Foote crumpled -- or crumpled at least well enough for the stripes to notice. Whether No. 80 dropped the hammer or Foote flopped, soccer style, is open to interpretation.

"I'm going to have to see the play on film," Fasano told The Arizona Republic after the game. "I don't know what they saw."

Smith found Fasano in the right corner of the end zone for a score that would've pushed the Chiefs' lead to 21-9 (assuming the extra point). Instead, everybody went backward on the offensive pass interference call. On the next play, Smith, scrambling right again, was picked by Alex Okafor, setting up an Arizona touchdown and a 15-point swing.

"The (interference) was obvious," Cardinals coach Bruce Arians told The Republic. "He shoved him and everyone in the stadium, I think, saw it. Thank God they saw it."

:02 ... Was there ANYTHING positive to take? ANYTHING?

a. Linebacker Joe Mays is back! (No, really. He is. Even logged four tackles.)

b. Newcomer Jason Avant contributed, throwing a great block to spring Jamaal Charles on a wheel route for the Chiefs' second touchdown, and then catching a 41-yard rainbow from Smith that proved to be the longest single pass reception by a Kansas City player this fall.

c. Kelce reached 110 yards through the air, a new single-game high -- and also, no coincidence, the first 100-yards-or-more receiving day by a member of the Andy Gang all year.

Now just imagine how much more he might've had if that phantom fumble call was upheld. Just make sure you're not around any sharp objects while you're doing it.

Flip through our photo album of NFL cheerleaders.

:01 ... OK, genius: Now what do we need?

A sweep and some help, or it's nighty-night at the end of the month.

Look, with two home games left, the Chiefs can reach 9-7. The problem is, with so many teams in the AFC crammed together at 8-5 or 7-6 -- eight as of early Monday -- a 9-7 mark probably won't add up to a wild-card berth.

The Steelers have three AFC losses, as does Houston; the Chiefs, Miami and San Diego have four each. Baltimore has five; Buffalo and Cleveland have six. Even with Kansas City's wins over Miami and Buffalo propping up the resume, that's probably going to be the number to keep an eye on down the stretch.
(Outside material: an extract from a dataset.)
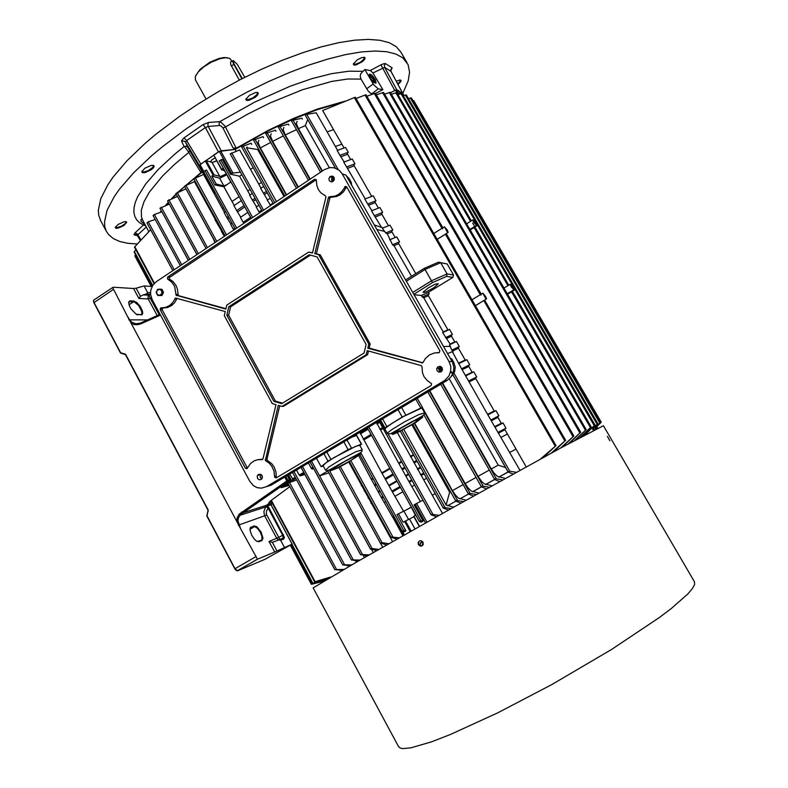 <?xml version="1.0" encoding="UTF-8"?>
<svg xmlns="http://www.w3.org/2000/svg" width="788" height="788" viewBox="0 0 788 788"><rect width="100%" height="100%" fill="white"/><g stroke="black" fill="none" stroke-linecap="round" stroke-linejoin="round"><path stroke-width="1.18" d="M232.549 60.834L230.608 62.104L230.697 64.527L239.316 80.13M195.473 79.982L195.365 76.554L198.172 72.003L203.491 67.078L211.174 62.232L219.97 58.696L225.634 57.751L229.653 58.42L232.007 61.228M195.66 75.796L200.103 69.285L210.002 62.173L219.153 58.401L223.94 57.534L227.574 57.839M160.437 315.101L140.855 323.888L137.23 324.784L134.226 324.518L130.985 322.991L127.38 316.224L130.512 320.982L132.551 322.686L136.127 323.799L140.619 323.05M140.855 323.888L140.638 323.011L160.033 314.343M285.808 476.464L288.053 480.66L287.699 481.901L240.31 514.751L238.468 517.962L237.996 520.898L240.527 528.521L236.745 521.41L237.218 517.647L239.109 514.17L286.852 480.936L284.773 477.085M278.814 539.928L276.844 538.618L264.453 515.49L263.842 511.481L265.654 506.94L239.857 515.313L242.162 513.057L266.433 505.275L270.658 502.133L268.954 502.626L270.205 501.129L289.817 486.679M133.743 301.006L136.915 302.631L140.303 306.552L142.461 311.083L142.707 313.466L141.929 314.767L136.078 314.264L130.778 308.669L129.212 305.419L128.779 302.031L129.853 300.878L133.743 301.006L133.566 301.774L129.508 301.706L128.69 302.799M133.586 288.536L136.117 288.172L140.471 296.298L138.905 298.485L133.586 288.536L113.226 287.187L112.654 287.669L127.38 316.224M272.382 503.394L271.033 504.724M112.684 287.551L93.713 300.159L93.792 302.05L120.584 352.65L125.716 354.492L208.121 509.885L207.037 515.815L235.051 568.7L237.572 570.817L265.221 559.145M254.012 525.911L256.849 526.798L261.094 532.077L262.975 538.243L261.872 540.598L258.691 541.78L256.789 541.257L254.445 539.258L251.569 534.953L250.052 530.413L250.19 527.921L254.012 525.911L253.825 526.68L250.702 527.812L249.983 528.886M240.527 528.521L257.184 558.712L258.07 558.948L274.697 552.033L269.043 541.474L272.313 542.331L276.952 550.97L274.697 552.033M265.123 559.204L292.102 544.094L276.952 550.97M266.433 505.275L265.615 506.123L269.486 504.872L268.767 503.552M269.368 503.108L270.067 504.428L272.362 503.365M267.28 505.729L269.023 507.905L268.216 508.29L265.999 506.546L270.934 504.734M269.023 507.905L284.34 537.18L283.749 539.012L280.656 540.243L278.991 539.869L272.313 542.331M146.351 293.983L150.557 294.239L146.341 293.993L147.681 292.644L144.115 285.975L136.117 288.172M140.471 296.298L143.16 294.879L149.09 295.224L150.587 294.505L149.07 295.234L150.36 298.317L148.105 298.691L148.036 296.623L149.07 295.244L143.121 294.899M270.067 504.428L269.486 504.872M280.036 539.445L278.765 537.455L282.734 535.298L268.216 508.29L266.442 511.067L266.393 514.2L278.765 537.455L269.043 541.474M282.429 538.49L283.178 537.189L282.734 535.298L283.542 534.904M283.749 539.012L282.537 538.45L278.913 539.898M289.127 485.408L281.257 487.673L289.432 481.419L287.61 481.921L242.162 513.057L241.384 512.092M257.184 541.464L261.133 540.361L262.01 539.317L261.862 536.007L260.06 531.772L257.282 528.196L254.573 526.62L249.983 528.945M136.767 314.599L141.18 314.579L141.919 313.378L141.692 311.181L138.718 305.596L134.482 301.981L133.566 301.774L129.015 304.798L133.605 301.774M373.285 81.952L374.024 81.351L372.724 78.652L370.843 76.83L369.838 77.273M370.36 78.268L369.296 74.496L370.242 74.19L372.054 75.303L375.403 79.608L376.083 83.065L373.837 82.425L370.36 78.268M375.462 83.252L373.285 78.199L369.208 74.781M396.246 81.233L399.644 80.051L401.102 80.465L400.59 81.982L397.94 84.415M397.635 83.833L400.087 81.479L400.146 80.021M357.171 59.908L361.948 57.514L365.051 57.76L364.716 59.248L362.421 61.651L356.215 64.931L354.127 65.089L353.408 64.055L357.171 59.908M353.615 63.434L355.28 64.34L360.254 62.311L363.672 59.405L364.361 57.938L363.898 57.199M249.372 95.309L255.371 92.551L257.509 92.501L258.287 93.299L257.449 95.269L255.322 97.249L249.097 100.312L246.703 100.431L245.895 99.288L249.372 95.309M246.132 98.559L246.683 99.544L248.023 99.692L252.879 97.939L256.898 94.658L257.509 93.23L256.937 92.403M144.844 168.268L151.109 165.441L153.364 165.382L154.133 166.13L153.414 167.805L151.109 169.844L145.209 172.582L142.667 172.739L141.83 171.873L144.844 168.268M142.086 170.966L142.638 171.882L144.046 172.011L148.39 170.602L152.616 167.529L153.345 166.248L152.872 165.293M117.973 224.501L123.913 221.792L126.031 221.674L126.701 222.305L123.992 225.457L118.436 228.067L116.053 228.293L115.275 227.574L117.973 224.501M115.521 226.826L117.323 227.584L121.441 226.186L125.075 223.694L125.962 222.374L125.656 221.615M210.485 161.924L211.775 159.954L214.957 157.866M137.23 243.975L127.814 243.325L119.796 241.552L113.305 238.616L108.498 234.528L106.301 231.15L104.853 226.836L104.469 221.921L107.05 210.337L114.221 196.616L119.54 189.061L133.576 172.828L151.887 155.522L162.486 146.657L186.175 128.887L205.52 115.984L225.91 103.661L246.91 92.166L268.078 81.755L288.95 72.644L309.103 65L328.133 58.962L345.686 54.599L361.446 51.949L375.186 51.013L386.731 51.742L395.95 54.047L402.786 57.829L408.066 64.626L409.543 72.181L408.184 80.997L402.766 93.457L396.876 89.901L384.633 67.354L372.901 72.998L370.577 70.664L364.864 69.531L360.707 73.757L360.244 76.19L361.012 79.086L347.794 79.046L331.531 81.469L302.503 89.714L269.88 103.041L247.442 114.299L225.457 126.967L236.252 148.282L268.875 129.981L293.56 118.367L317.14 109.148L345.114 101.189M100.864 221.014L98.795 215.528L98.352 210.494L100.795 198.694L107.838 184.786L113.098 177.133L127.006 160.732L145.199 143.298L155.748 134.374L179.349 116.535L198.635 103.602L218.975 91.27L239.956 79.805L261.104 69.442L281.986 60.4L302.149 52.855L321.209 46.925L338.801 42.69L354.62 40.188L368.429 39.4L380.043 40.286L389.351 42.759L396.275 46.699L400.826 51.988L407.022 62.597M364.135 57.288L364.874 57.554M208.613 122.416L203.018 124.642L205.392 127.538L186.697 140.579L183.988 137.939L181.644 140.697L181.683 141.219L184.136 141.052L185.544 142.214L186.697 140.579L200.802 164.121L218.473 151.946L205.392 127.538L208.18 126.425L207.786 124.248L208.613 122.416L220.256 121.657L224.787 125.844L225.457 126.967L224.088 127.587L222.876 127.853L221.28 126.09L219.478 125.538L219.084 123.391L219.921 121.569L254.79 102.007L289.807 86.345L311.723 78.721L331.551 73.639L348.641 71.186L362.49 71.363M373.079 93.93L370.488 93.132L368.075 90.876L361.012 79.086M236.252 148.282L233.031 147.967L222.876 127.853M236.154 151.197L235.149 149.395L243.019 144.628L259.124 135.506L283.601 123.223L315.092 110.271L343.056 102.026L322.499 107.739L299.647 116.2L267.29 131.212L235.149 149.395L233.031 147.967M145.81 225.989L143.544 225.023L144.913 224.344M178.157 191.996L200.92 172.542L188.165 151.286L184.372 146.401L186.214 146.273L187.721 147.267L202.319 171.942L186.47 184.875L202.319 171.942L199.482 165.313L205.264 160.929L206.259 160.713L214.149 174.956L220.433 176.542L226.126 173.971M160.21 212.366L161.382 210.731M165.47 205.51L168.317 202.191M171.488 198.724L176.157 193.947M201.176 169.873L201.561 171.272L200.92 172.542M184.678 186.47L179.103 191.612L184.678 186.47M176.345 194.291L172.326 198.389L176.345 194.291M168.514 202.546L166.189 205.244L168.514 202.546M161.589 211.105L160.831 212.149L161.589 211.105M402.698 93.398L391.006 71.412L384.633 67.354L384.396 65.345L385.539 63.631L384.12 63.621L381.234 64.734L381.599 66.064L394.739 90.482L390.533 92.718L396.482 89.763L398.62 90.669L400.442 93.802M390.779 70.339L392.138 68.034L390.809 69.452L391.084 71.541M140.372 240.606L137.378 235.573L137.87 234.706L137.181 233.829L134.955 232.913L133.999 234.657L136.728 234.863M216.552 160.742L212.543 162.436M142.904 220.63L141.466 216.966L141.357 210.041L143.968 201.738L149.346 192.203L162.545 176.049L174.542 164.397L188.834 152.389L189.741 150.853M376.516 94.757L375.541 93.506M364.864 69.531L373.827 84.917L378.21 88.847L371.818 93.723M244.743 77.352L237.227 64.261L233.199 60.568L233.878 63.611L242.31 78.593M241.965 78.77L233.287 63.286L232.549 60.883L233.307 60.538M419.364 540.962L418.162 542.489L418.467 544.754L420.309 546.094L422.181 545.759L423.274 544.272L422.949 542.016L421.107 540.686L419.364 540.962M419.551 540.864L418.487 542.311L418.763 544.518L420.083 545.729L422.22 545.729M607.321 436.394L609.882 440.807L607.321 436.394M398.521 746.541L400.186 748.058L402.727 748.6L411.06 747.822L431.617 741.784L450.352 734.524L497.563 712.913L551.797 684.526L611.458 649.548L659.29 617.595L671.159 608.612L687.766 594.014L692.386 588.597L694.573 584.479L694.376 581.692L603.381 425.668L561.302 447.653L452.814 507.639L356.462 562.12L313.191 587.897M423.077 542.242L421.511 542.016L420.27 543.139L420.339 544.882L421.462 545.946M453.721 507.137L446.087 505.039L449.652 492.175L450.539 491.682M473.765 222.433L476.907 225.782L473.588 220.079L472.701 220L473.765 222.433M511.323 286.99L514.337 290.102L510.959 284.301L510.191 284.429L511.323 286.99M433.804 233.445L442.009 228.313L365.041 95.043L366.026 94.787L442.886 227.84M447.141 229.879L444.402 226.717L447.17 231.889L448.195 232.332L447.141 229.879M471.982 299.716L480.316 294.663L445.407 234.213L437.182 239.306M485.447 296.15L482.808 293.116L485.566 298.376L486.57 298.78L485.447 296.15M428.367 287.778L423.018 292.112L423.806 292.584L426.387 291.777L434.336 287.453L438.355 283.65L434.976 284.31L428.367 287.778M221.842 159.57L221.152 160.033M417.128 461.256L414.271 462.871M405.111 468.102L402.648 469.51M393.419 474.839L385.825 479.262M420.437 467.185L417.581 468.801M408.401 474.021L405.938 475.43M396.699 480.749L389.095 485.162M376.428 484.787L375.206 485.506M365.662 491.2L365.041 491.574M379.678 490.678L378.457 491.397M368.892 497.07L368.262 497.445M424.151 473.834L421.284 475.45M412.104 480.67L409.642 482.079M400.383 487.388L392.759 491.791M426.613 478.227L423.737 479.853M414.547 485.063L412.085 486.472M402.816 491.771L395.182 496.174M383.323 497.287L382.101 498.006M372.517 503.65L371.887 504.024M385.736 501.651L384.514 502.37M374.911 508.004L374.28 508.378M411.031 507.354L407.169 509.481L411.001 507.295M435.193 493.603L432.316 495.219L442.482 513.431M383.283 523.212L382.643 523.587L392.542 541.563M403.013 535.643L392.995 517.598L402.904 535.702M413.424 454.627L410.568 456.242M401.417 461.472L398.964 462.881M389.745 468.22L382.17 472.652M390.04 468.752L382.111 473.381L359.87 432.366M401.722 462.014L398.925 463.62L376.497 422.476M397.359 432.563L432.316 495.219M413.73 455.168L410.538 456.981M372.793 478.198L371.572 478.917M362.047 484.64L361.426 485.014M351.901 491.259L355.014 496.923M348.779 462.034L382.643 523.587M362.332 485.152L361.347 485.753M373.079 478.72L371.503 479.656L358.776 455.73M497.918 417.413L491.682 420.644M412.764 292.476L431.824 280.626L447.072 273.909L453.484 274.973L452.864 277.386L428.376 292.358L429.233 293.855L428.002 294.968L447.988 329.975L449.544 329.404L452.42 334.437L451.169 335.55L454.893 342.061L456.449 341.49L459.335 346.543L458.084 347.656L465.284 360.254L466.851 359.692L469.746 364.765L468.486 365.868L472.239 372.429L473.805 371.867L476.71 376.95L475.45 378.063L494.381 411.218L495.967 410.666L498.902 415.798L497.632 416.901L501.424 423.54L503.01 422.998L494.933 427.214L519.991 470.308M498.902 415.798L490.816 419.994L494.933 427.214M392.946 473.982L384.997 478.611L382.111 473.381M397.014 481.32L389.055 485.93L384.997 478.611M375.955 483.93L374.379 484.866L371.503 479.656M379.983 491.229L378.407 492.165L374.379 484.866M365.189 490.343L364.194 490.934M408.716 474.593L405.918 476.198L398.925 463.62M420.762 467.757L417.561 469.569M358.698 503.65L361.82 509.334M369.188 497.612L368.193 498.213M504.96 429.736L498.725 433.016M503.01 422.998L505.955 428.14L504.675 429.243L516.012 449.101L509.806 452.44M505.955 428.14L497.878 432.385M399.92 486.56L391.951 491.17L389.055 485.93M403.614 511.402L391.951 491.17M382.869 496.46L381.284 497.386L378.407 492.165M392.936 517.637L381.284 497.386M372.054 502.823L371.059 503.414M341.884 144.165L335.392 146.499M543.109 457.592L556.042 445.614L355.329 97.219L322.656 110.517L333.57 129.616L327.079 131.921L337.589 150.36M239.109 196.636L232.066 201.462M223.457 207.668L222.354 208.495M213.745 215.134L213.184 215.577M230.923 181.89L223.92 186.726L234.272 205.432M215.341 192.952L214.237 193.779L224.521 212.425M205.658 200.438L205.107 200.891L215.321 219.448M261.458 182.481L258.73 184.116M250.052 189.484L247.737 190.962M267.211 192.784L264.482 194.429M255.785 199.788L253.47 201.255M244.812 206.919L237.759 211.736M229.121 217.921L228.008 218.739M219.359 225.338L218.798 225.782M241.315 200.625L233.947 205.658L236.656 210.554L244.034 205.52M252.288 193.503L249.648 195.178L252.377 200.083L255.016 198.409M263.704 186.51L260.661 188.332L267.556 199.935M206.663 226.53L209.628 231.928M215.882 219.015L214.986 219.714L221.743 231.14M225.634 211.608L224.196 212.661L226.885 217.547L228.333 216.483M347.656 154.271L341.174 156.645M348.345 152.261L339.953 155.344L337.205 150.508L345.587 147.445L348.345 152.261L347.144 153.394L350.67 159.55M339.953 155.344L344.208 161.964M240.773 217.183L236.656 210.554M230.992 224.147L226.885 217.547M218.562 223.871L217.665 224.58M247.846 212.396L240.448 217.409L243.167 222.314L250.574 217.311M258.848 205.284L256.208 206.958L258.937 211.873L261.586 210.209M270.294 198.3L267.24 200.122L270.678 205.52M213.046 238.163L215.026 242.596M222.314 230.697L221.418 231.396L224.344 236.39M232.105 223.329L230.667 224.383L233.366 229.278L234.814 228.224M354.245 165.835L347.784 168.238M354.955 163.825L346.582 166.958L343.814 162.111L352.197 159.009L354.955 163.825L353.753 164.958L371.709 196.409M346.582 166.958L365.277 198.931M244.113 223.221L243.167 222.314M234.144 229.86L233.366 229.278M224.994 235.573L224.097 236.272M383.086 428.534L380.653 429.952M371.503 435.331L363.997 439.812M370.99 434.395L363.13 439.083M376.634 550.595L370.705 548.98L372.143 548.537L378.693 549.423M327.601 470.584L370.518 549.216M368.114 429.224L360.264 433.912M379.688 422.417L376.91 424.033M379.432 421.974L376.999 423.392M367.868 428.78L360.372 433.272M476.71 376.95L468.574 380.978L490.816 419.994M475.775 378.634L469.49 381.727M382.574 427.608L379.796 429.224M494.214 410.922L487.969 414.124M398.728 243.719L394.03 245.659L411.523 276.312M428.396 295.658L423.727 297.726L443.26 331.955L442.61 332.635L450.155 344.051L449.534 344.76L451.79 350.128L452.903 350.896L452.962 352.728M447.899 329.808L443.26 331.955M449.544 329.404L442.61 332.635M429.233 293.855L422.269 296.948L423.727 297.726M382.702 212.405L374.389 215.735L371.591 210.839L379.914 207.52L382.702 212.405L381.49 213.538L388.454 225.732L389.971 225.132L392.779 230.037L391.557 231.16L395.182 237.513L396.709 236.922L399.516 241.837L398.295 242.96L415.808 273.633M399.516 241.837L392.503 244.753L394.03 245.659M388.75 543.71L382.022 542.676L380.811 543.08L386.593 544.932M196.98 254.623L167.568 200.812L177.497 196.379M369.119 554.88L360.845 554.516L367.129 556.013M307.694 119.441L305.389 125.548L298.416 128.68L296.318 123.42L297.135 121.342M302.365 119.057L301.902 118.239L291.402 120.682L320.627 172.237L291.402 120.682M270.658 142.382L260.326 147.986L258.208 142.756L258.888 140.343M284.901 196.045L253.49 140.047L262.956 136.61L263.616 137.782M283.335 135.881L272.599 141.357L270.481 136.127L271.18 133.802M276.017 131.34L275.396 130.227L265.625 133.428L296.515 188.302M296.446 129.587L285.286 134.915L283.178 129.665L283.916 127.449M288.92 125.085L288.349 124.09L278.292 126.947L308.453 180.344L278.292 126.947M253.224 167.726L250.505 169.361L260.976 188.145M381.953 214.336L375.521 216.897M381.234 226.905L382.83 227.998L382.308 228.254L385.746 232.913L387.302 233.849L392.503 244.753M388.454 225.732L382.83 227.998M374.389 215.735L381.481 227.348L374.349 225.013M375.275 202.644L368.833 205.166M376.014 200.694L367.681 203.974L364.893 199.088L373.226 195.828L376.014 200.694L374.802 201.827L378.398 208.111M367.681 203.974L371.975 210.672M273.042 203.225L269.989 205.047M259.853 212.73L258.937 211.873M266.452 191.415L263.399 193.247M256.524 206.751L252.377 200.083M249.973 194.971L239.532 176.207L241.847 174.729M505.285 478.434L497.504 476.484L494.214 473.312L491.279 468.968L498.223 465.127L505.62 467.55M499.69 481.527L494.687 479.557L495.524 478.68L502.675 479.882M460.96 503.089L455.888 501.207L456.567 500.469L463.61 501.611M466.122 500.203L458.596 498.174L455.828 495.583L452.42 490.619L463.127 484.63M473.578 496.046L468.446 494.086L469.146 493.327L476.346 494.509M478.858 493.101L471.303 491.072L467.974 487.802L465.117 483.517L476.08 477.41M491.909 485.851L484.275 483.852L481.547 481.33L478.06 476.307L489.309 470.062M486.501 488.856L481.438 486.885L482.305 486.009L489.358 487.27M469.746 364.765L461.601 368.735L468.574 380.978M473.805 371.867L465.669 375.866M472.101 372.192L465.816 375.275M468.821 366.459L462.536 369.523M447.554 353.566L452.361 351.684L461.601 368.735M466.851 359.692L458.695 363.642M465.156 360.037L458.862 363.081M458.429 348.266L452.903 350.896M423.698 473.007L420.496 474.819M411.641 479.843L408.844 481.448L405.918 476.198M420.418 501.464L408.844 481.448M501.237 423.225L495.002 426.475M416.655 460.409L413.464 462.221M404.638 467.245L401.841 468.85M495.967 410.666L487.88 414.833M507.423 434.04L501.198 437.33M448.608 509.994L443.289 508.093L443.841 507.462L451.199 508.546M459.335 346.543L451.79 350.128M454.784 341.874L450.155 344.051M456.449 341.49L449.534 344.76M452.42 334.437L445.496 337.688M451.534 336.18L446.894 338.347M395.172 237.493L390.474 239.414M396.709 236.922L389.686 239.808M392.779 230.037L385.746 232.913M392 231.938L387.302 233.849M389.971 225.132L382.308 228.254M239.532 176.207L230.588 174.276L222.265 159.294L219.251 160.851L251.254 218.463M223.92 186.726L214.819 184.963L206.564 170.021L204.988 170.661L236.725 228.136M230.194 153.808L262.168 211.194L230.194 153.808L239.641 149.897L250.505 169.361M258.503 149.001L257.656 149.474L246.398 147.789L247.058 147.041M251.717 144.352L251.057 143.17L241.581 146.883L273.357 203.737L241.581 146.883M304.995 114.684L335.402 168.13L304.995 114.684L316.155 112.763L327.079 131.921M235.326 229.072L203.57 171.636L204.988 170.661M214.237 193.779L203.55 174.424L193.789 178.866L225.181 235.839L193.789 178.866M215.4 242.349L184.51 186.155L194.488 181.595L205.107 200.891M175.872 193.415L206.082 248.555L175.872 193.424L185.988 188.854M391.409 94.235L396.758 92.57L471.342 220.798M580.992 437.025L591.128 426.869L580.027 437.537M356.068 98.5L365.041 95.043M481.232 294.229L446.274 233.711L445.407 234.213M553.58 451.859L565.429 440.453L551.413 453.041M484.492 300.09L475.42 305.675M360.067 560.051L351.645 559.825L358.176 561.135M351.606 564.907L343.007 564.848L349.823 565.942M304.877 474.445L300.189 475.893L299.223 475.105L303.784 472.426M288.467 474.888L291.491 480.463L293.363 479.931L289.738 474.13M153.108 215.548L180.373 265.694L153.108 215.557L154.31 214.494L161.944 211.765M313.693 468.673L312.137 469.096L311.28 468.22L312.944 467.284M188.43 260.316L159.994 208.18L169.341 204.072M342.159 570.364L334.9 569.596L343.814 569.399M296.652 480.01L287.896 483.123L334.821 569.655M329.719 577.614L314.619 581.849L330.684 577.043M135.861 249.826L134.098 251.943L152.389 285.936M326.38 579.584L312.403 583.327L326.971 579.229M400.856 93.664L400.373 92.836L401.417 92.354L404.008 95.476L402.895 93.575M224.265 170.602L221.605 169.853L213.745 155.078L221.664 169.361L223.063 168.435L227.742 176.138M214.819 184.963L216.168 184.018L223.91 185.988L227.111 184.49M226.658 174.926L219.606 178.196L211.814 176.128L213.154 175.192L205.264 160.929M230.588 174.276L231.583 173.626L219.261 151.424L235.149 149.395L221.27 150.794L208.18 126.425L219.478 125.538M213.745 155.078L219.261 151.424M206.259 160.713L212.445 162.436L216.69 160.988M360.687 452.608L403.653 530.413L405.899 530.836L396.925 514.584L407.169 509.481M398.403 513.737L403.141 522.296L413.887 516.721M597.324 424.111L593.492 427.717L597.324 424.111M403.279 95.722L406.342 94.905L597.826 423.55M600.023 422.88L596.358 426.397L600.023 422.88M408.529 98.658L410.371 98.047L599.796 423.008M420.881 520.651L423.126 521.104L421.275 522.158L419.295 521.498L420.881 520.651L368.912 426.988M403.653 530.413L402.047 531.21L404.126 531.841L405.899 530.836M428.376 292.358L421.413 295.451L422.269 296.948M439.083 515.332L431.696 514.278L431.174 514.899L436.582 516.741M513.175 474.071L508.211 472.111L509.215 471.125L516.307 472.337M540.45 459.049L556.042 445.614M366.873 96.244L375.384 93.23L573.822 436.01L560.593 448.037M562.376 447.072L573.822 436.01M569.773 443.063L580.598 432.356L568.306 443.851M376.309 94.836L383.529 92.373L580.707 432.336M575.93 439.743L586.193 429.578L390.296 92.314L384.564 94.156M574.738 440.384L586.193 429.578M584.292 435.262L594.96 424.949L401.978 93.486L397.97 94.649M594.96 424.949L585.041 434.858M600.535 422.338L411.385 97.948L410.371 98.047M596.802 426.554L601.274 422.132L596.782 426.515M412.912 100.559L413.73 100.539L601.274 422.132M596.851 426.633L600.673 422.89M397.004 539.041L391.124 537.436L391.518 536.983L399.24 537.771M172.907 270.668L146.992 222.935L148.233 221.832L155.246 219.497M154.064 283.641L134.413 247.137L150.685 229.751M324.4 580.756L311.398 584.115L324.715 580.569M135.644 254.819L134.846 255.903L151.296 286.487M323.513 581.288L311.408 584.332L323.612 581.229M136.531 259.025L151.197 286.477M323.484 581.308L321.957 581.682M423.126 521.104L414.084 504.812L422.959 500.173M419.285 526.463L413.68 516.347L415.443 515.313L411.011 506.556M393.045 517.578L393.842 516.347M220.65 150.863L232.972 173.045L231.583 173.626M212.041 186.973L211.696 187.544L199.492 165.441M287.6 482.778L291.491 480.463L289.935 480.227M508.152 471.992L498.902 477.124M412.784 424.308L455.858 501.168L447.623 505.788M440.719 384.239L494.647 479.488L485.664 484.502M481.419 486.866L472.701 491.732M468.476 494.096L460.005 498.843M442.226 368.075L441.122 368.183L441.014 368.853L442.048 370.823M351.665 185.17L351.3 182.471L349.104 178.61L346.247 175.655M451.79 375.846L454.499 372.064L455.297 367.247L453.927 362.657L451.79 358.914L450.647 359.003M334.181 177.822L332.871 179.487L333.038 181.388M334.348 178.955L333.836 180.57M261.655 475.006L262.374 477.774M441.073 366.716L439.871 369.247L441.556 371.453M441.457 367.001L440.709 369.168L441.871 371.099M333.964 177.359L332.369 176.098L330.044 176.561L328.862 178.571L329.404 180.816L331.177 181.861L333.176 181.289L334.27 179.566L333.964 177.359M332.103 181.801L331.571 178.856L333.669 176.926M262.079 475.607L260.592 474.277L258.346 474.534L257.174 476.415L257.725 478.71L259.39 479.793L261.261 479.419L262.384 477.745L262.079 475.607M261.843 478.877L260.158 476.967L260.661 474.307M442.068 367.76L440.187 366.341L437.911 366.784L436.71 368.685L437.064 370.754L438.955 372.182L441.241 371.719L442.423 369.799L442.068 367.76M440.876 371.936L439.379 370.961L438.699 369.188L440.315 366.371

On paper, the Chargers draw the toughest finish, with road trips to San Francisco and Kansas City and a home game with Denver; the Dolphins and Ravens' final three games are probably the kindest closing kick. But no matter how this shakes out, there's a good chance that at least one club, if not both, will be playing for some kind of playoff seeding at Arrowhead when the Bolts come to town Dec. 28.